Quantifying greatness heavily dependent on the driver
HORSE RACING: Several factors at work in determining a winner
Posted By SCOTT ROWE
Posted 4 months ago
I have a close friend who loves horse racing. Although he has never driven in a race or actually trained in race-like conditions, he's still an astute observer and an excellent judge of horses and their drivers.
My friend is also a reasonably successful handicapper, no doubt due to his phenomenal memory of past race performances and being blessed with an analytically capable brain to sort through the mounds of data provided in a racing form.
When choosing his favourite bet, he attaches a huge amount of importance to the capability of the driver, and holds the top competitors in the sport in an almost religious awe. To hear my friend talk about the talents of a Jodie Jamison or a John Campbell or a Tim Tetrick is akin to listening to a hockey fan extol the virtues of a Wayne Gretzky or Mario Lemieux.
In harness horse racing, there are superstars, like in any sport, who seem to have an incredible natural gift to guide 1,500-pound animals at maximum speeds through potentially dangerous conditions of tight quarters for high-pressured financial rewards. Amazingly, the best drivers accomplish this in a way that makes it look as deceptively easy as sitting in a favourite living room chair while, at the same time, getting the most out of their mounts.
I am reminded that the great advances in modern physics are based on observations of predictability. At the atomic scale, it is impossible to actually see the electrons or the muons, or the quarks, or the many other minute particles that physicists have given strange names to, but it is possible to mathematically predict some of their behaviour and see the results.
In horse racing, it is similarly impossible to quantify just what makes a great driver, but it is certainly observable. Although, to my knowledge, no one has compared the DNA of any super teamsters, I am sure they are just like you or I. There are no 'driving distillation' or 'jockey injectable' that one can take to be better, you can't breed a Keith Waples from parents with outstanding horsemanship, and reading all the books in the world on racing will not make an outstanding driver.
Other equine disciplines have tried to describe what it is takes to achieve truly great horsemanship. Whether racing around barrels, jumping over barriers, flying down a dirt track or doing intricate manoeuvres in the show ring, it would seem that the common denominator is being in control.
Zen practitioners might say it is becoming 'one with the horse'. When a horse successfully meshes with its rider, it is obviously the blending of two distinct living personalities, each with its own unique mind. They seem to come together to work in a state of mutual respect.

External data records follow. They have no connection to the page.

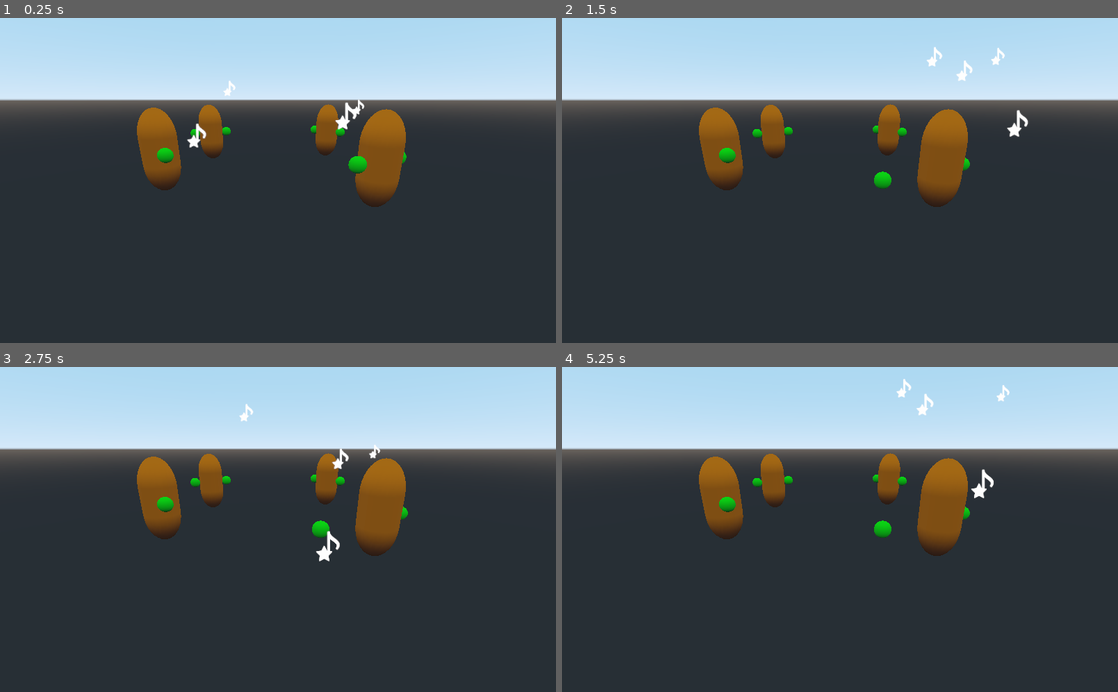
Above: before the commit, frames 1-4 (two rows, left to right).
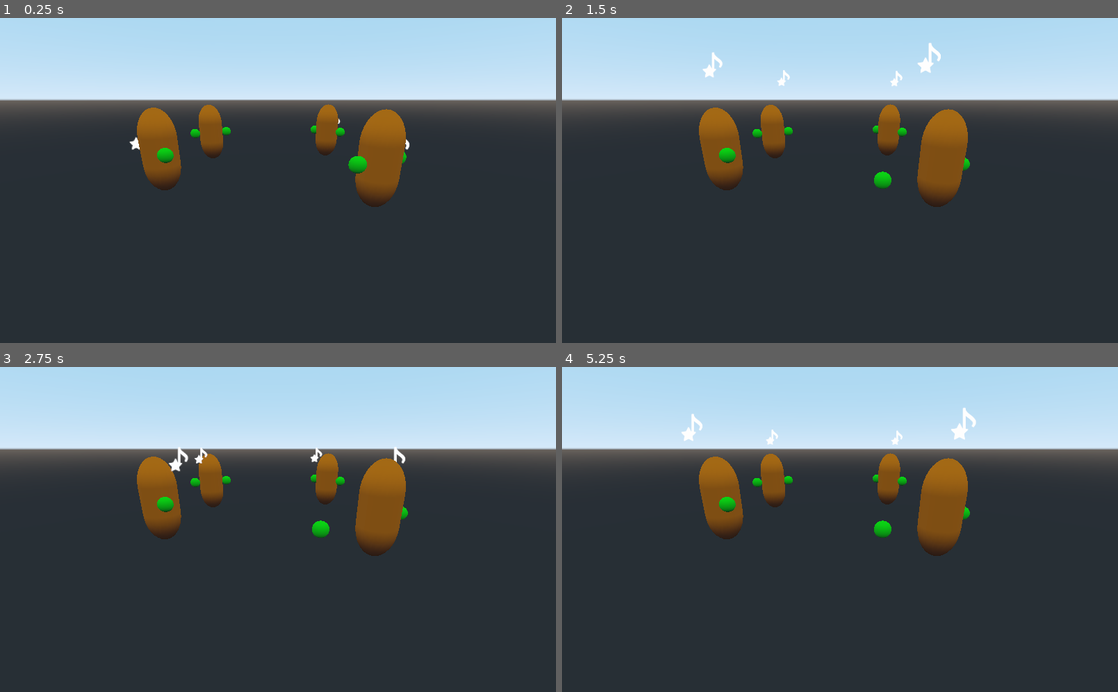
Above: after the commit, the same moments.

Repository: AbeVos/eldee47
Game: Godot game, scene res://scenes/Arm_test.tscn
The game is run twice, just before and just after one commit, with the same random seed, the same clock (stepped at 60 frames per second) and the same inputs. The project has no main scene, so this scene is started directly.
Inputs (mouse positions are in pixels of both pictures, inside the frame that each line leads up to):
- Up to frame 1 (0.25 s): no input
- Up to frame 2 (1.5 s): tap Enter (ui_accept) at 0.5, 0.77 s; move the mouse to (962, 164) at 0.52 s; click (962, 164) at 0.67 s; drag from (728, 196) to (812, 245) at 1.27 s
- Up to frame 3 (2.75 s): move the mouse to (333, 458) at 2.02 s; click (333, 458) at 2.17 s
- Up to frame 4 (5.25 s): drag from (812, 594) to (673, 480) at 2.77 s; move the mouse to (1006, 578) at 3.52 s; click (1006, 578) at 3.67 s; tap Enter (ui_accept) at 3.77 s; drag from (673, 480) to (756, 448) at 4.27 s; move the mouse to (867, 529) at 5.02 s; click (867, 529) at 5.17 s

The runs differ from the first frame. In frame 1, 0.4% of the frame differs, in the area x 23-74%, y 19-41%; in frame 2, 0.6%; in frame 3, 0.6%; in frame 4, 0.7%, in the area x 21-81%, y 3-41%.

Commit message:
Tweak note movement

Diff:
--- a/game/scenes/Note.tscn
+++ b/game/scenes/Note.tscn
@@ -19,7 +19,7 @@
 [sub_resource type="QuadMesh" id=4]
 
 [node name="Note" type="PathFollow"]
-rotation_mode = 0
+rotation_mode = 4
 cubic_interp = false
 script = ExtResource( 2 )
 __meta__ = {
@@ -27,7 +27,7 @@
 }
 speed = 0.5
 altitude = 0.5
-frequency = 4
+frequency = 2
 
 [node name="NoteParticle" parent="." instance=ExtResource( 1 )]
 amount = 4
--- a/game/scripts/Cultist.gd
+++ b/game/scripts/Cultist.gd
@@ -11,8 +11,9 @@
 
     current_pitch = get_pitch(true)
 
+    # TODO: Replace this with a signal emission.
     var target = get_parent().get_parent().get_parent().get_node("Target")
-    _on_Monster_set_target(target)
+    _on_Monster_set_target(null)
 
 
 func _process(_delta):
@@ -54,28 +55,42 @@
 
 
 func _on_Monster_set_target(spatial):
+    # Set the target spatial for sending particles towards.
+
     var start = get_global_transform().origin
-    var target = spatial.get_global_transform()
-    target = (global_transform.inverse() * target).origin
 
-    var center = 0.5 * (start + target)
+    var target
+    var center
+    var offset
+    var direction
 
-    # Get a vector pointing from start towards target.
-    var direction = (target - start).normalized()
+    if spatial == null:
+        target = 3 * Vector3.UP
+    else:
+        target = spatial.get_global_transform()
+        target = (global_transform.inverse() * target).origin
 
-    # Project the direction vector onto the XZ plane.
-    var projection = Vector3(direction.x, 0, -direction.z).normalized()
+        center = 0.5 * (start + target)
 
-    var offset = (direction).cross(projection).normalized()
+        # Get a vector pointing from start towards target.
+        direction = (target - start).normalized()
+
+        # Project the direction vector onto the XZ plane.
+        var projection = Vector3(direction.x, 0, -direction.z).normalized()
+
+        offset = (direction).cross(projection).normalized()
 
     var curve = $NotePath.get_curve().duplicate(true)
     curve.clear_points()
     curve.add_point(Vector3.ZERO, Vector3.ZERO, Vector3.ZERO)
-    curve.add_point(
-        center + 2 * offset,
-        -direction,
-        direction
-    )
+
+    if spatial != null:
+        curve.add_point(
+            center + 2 * offset,
+            -direction,
+            direction
+        )
+
     curve.add_point(target, Vector3.ZERO, Vector3.ZERO)
     print(curve.get_baked_points())
 
--- a/game/scripts/Note.gd
+++ b/game/scripts/Note.gd
@@ -4,11 +4,17 @@
 export(float) var altitude = 1
 export(int) var frequency = 1
 
+var random_offset
+
+func _ready():
+    random_offset = 0.5 * PI * randf() - 0.25
+
 
 func _process(delta):
     unit_offset += speed * delta
 
-    var offset = altitude * sin(frequency * PI * unit_offset)
+    if unit_offset >= 1.0:
+        unit_offset = 0.0
 
-    h_offset = offset
-    v_offset = offset
+    h_offset = altitude * cos(frequency * PI * unit_offset + random_offset)
+    v_offset = altitude * sin(2 * frequency * PI * unit_offset + random_offset)

The sport of horse dressage is considered the basis of all types of horsemanship. Dressage requires horse and rider to perform certain extremely controlled gaits and movements while being judged on how fluid and rhythmic the two can change from one test into the next.
The great Hungarian Olympic dressage rider, Charles De Kunffy, once said: "The horse knows how to be a horse if we will leave him alone ... but the riders don't know how to ride. What we should be doing is creating riders and that takes care of the horse immediately."
Scott Rowe is former chairman of the board at Georgian Downs.